Having also not found a good solution, I wrote a small script a long time ago, by downloading data from the unicode specification (v.5.0.0) and generating intervals for each unicode category and subcategory in the BMP (lately replaced by a small Java program that uses its own native Unicode support).
Basically it converts \p{...} to a range of values, much like the output of the tool mentioned by Tomalak, but the intervals can end up quite large (since it's not dealing with blocks, but with characters scattered through many different places).
For instance, a Regex written like this:
var regex = unicode_hack(/\p{L}(\p{L}|\p{Nd})*/g);
Will be converted to something like this:
/[\u0041-\u005a\u0061-\u007a...]([...]|[\u0030-\u0039\u0660-\u0669...])*/g
Haven't used it a lot in practice, but it seems to work fine from my tests, so I'm posting here in case someone find it useful. Despite the length of the resulting regexes (the example above has 3591 characters when expanded), the performance seems to be acceptable (see the tests at jsFiddle; thanks to #modiX and #Lwangaman for the improvements).
Here's the source (raw, 27.5KB; minified, 24.9KB, not much better...). It might be made smaller by unescaping the unicode characters, but OTOH will run the risk of encoding issues, so I'm leaving as it is.

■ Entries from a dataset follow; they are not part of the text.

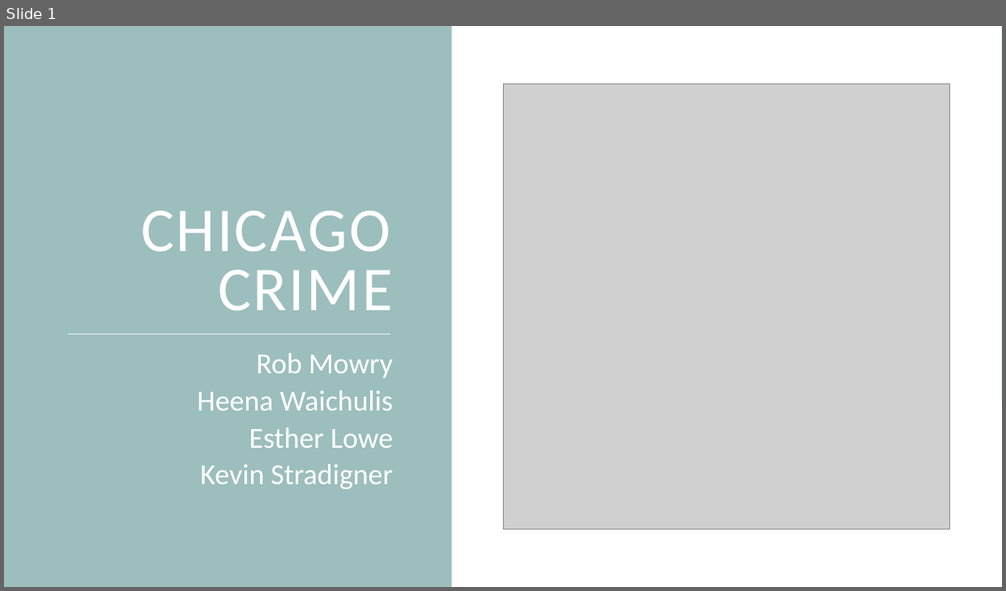
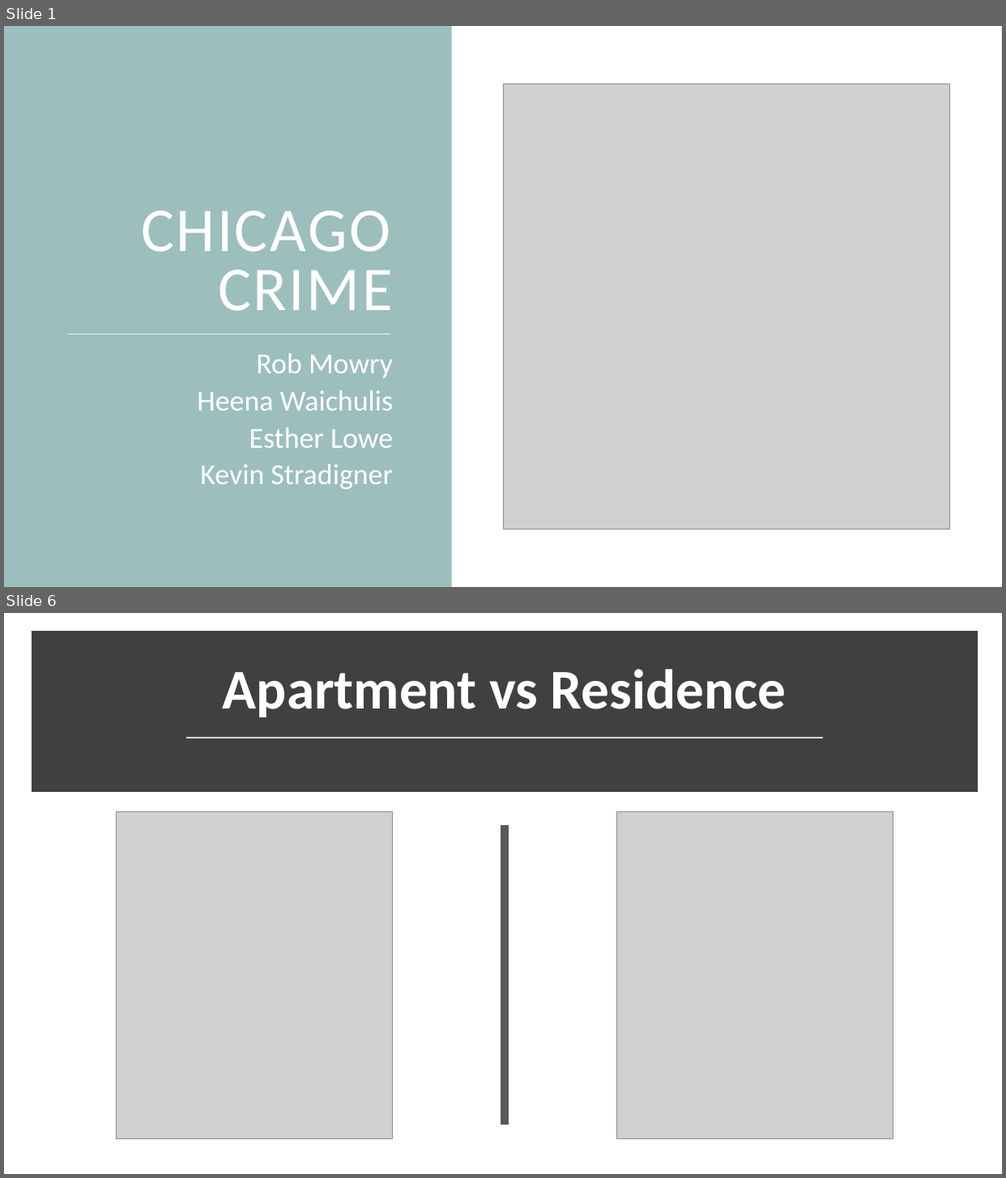
Before and after one commit to ELLowe/20190622_Group_1, a slide deck: MSWL_Chicago_Crime.pptx. Shown one above the other, each under a label of ours: slide 1 before the commit, slides 1 and 6 after it; the slides between them are not shown. The pictures are 1006x591 and 1006x1178 pixels, drawn with LibreOffice and Linux fonts; fonts in the diff are those of the drawing; grey boxes stand for pictures. Boxes give left, top, right and bottom in pixels: in the first picture for what was removed or moved away, otherwise in the second. Text is boxed around its words. In the diff, an @@ line names an element or a change of style, - is before the commit and + after.

```diff
--- a/MSWL_Chicago_Crime.pptx
+++ b/MSWL_Chicago_Crime.pptx
@@ slide 6 added at (4,613,1002,1174), background #FFFFFF @@
@@ rectangle added at (36,636,973,787), fill #404040, outline #404040 10 pt @@
@@ title added at (223,669,786,717), 54 pt, text #FFFFFF, bold @@
+Apartment vs Residence
@@ line added from (187, 737) to (823, 737), #D9D9D9 1.75 pt @@
@@ picture added at (117,811,393,1139) @@
@@ line added from (505, 825) to (505, 1125), #595959 8 pt @@
@@ picture added at (617,811,893,1139) @@
```
Also in this commit, not shown: 28 other slides added, 5 slides removed, 7 other files.

Hopefully with ES6 this kind of thing won't be necessary anymore.
Update: this looks like the same strategy adopted in the XRegExp Unicode plug-in mentioned by Tim Down, except that in this case regular JavaScript regexes are being used.
September 2018 (updated February 2019)
It seems that regexp /\p{L}/u for match letters (as unicode categories)
works on Chrome 68.0.3440.106 and Safari 11.1.2 (13605.3.8)
NOT working on Firefox 65.0 :(
Here is a working example
In below field you should be able to to type letters but not numbers<br>
<input type="text" name="field" onkeydown="return /\p{L}/u.test(event.key)" >
I report this bug here.
Update
After over 2 years according to: 1500035 > 1361876 > 1634135 finally this bug is fixed and will be available in Firefox v.78+
[^\u0000-\u007F]+ for any characters which is not included ASCII characters.
For example:
function isNonLatinCharacters(s) {
return /[^\u0000-\u007F]/.test(s);
}
console.log(isNonLatinCharacters("身分"));// Japanese
console.log(isNonLatinCharacters("测试"));// Chinese
console.log(isNonLatinCharacters("حمید"));// Persian
console.log(isNonLatinCharacters("테스트"));// Korean
console.log(isNonLatinCharacters("परीक्षण"));// Hindi
console.log(isNonLatinCharacters("מִבְחָן"));// Hebrew
Here are some perfect references:
Unicode range RegExp generator
Unicode Regular Expressions
Unicode 10.0 Character Code Charts
Match Unicode Block Range
As mentioned in other answers, JavaScript regexes have no support for Unicode character classes. However, there is a library that does provide this: Steven Levithan's excellent XRegExp and its Unicode plug-in.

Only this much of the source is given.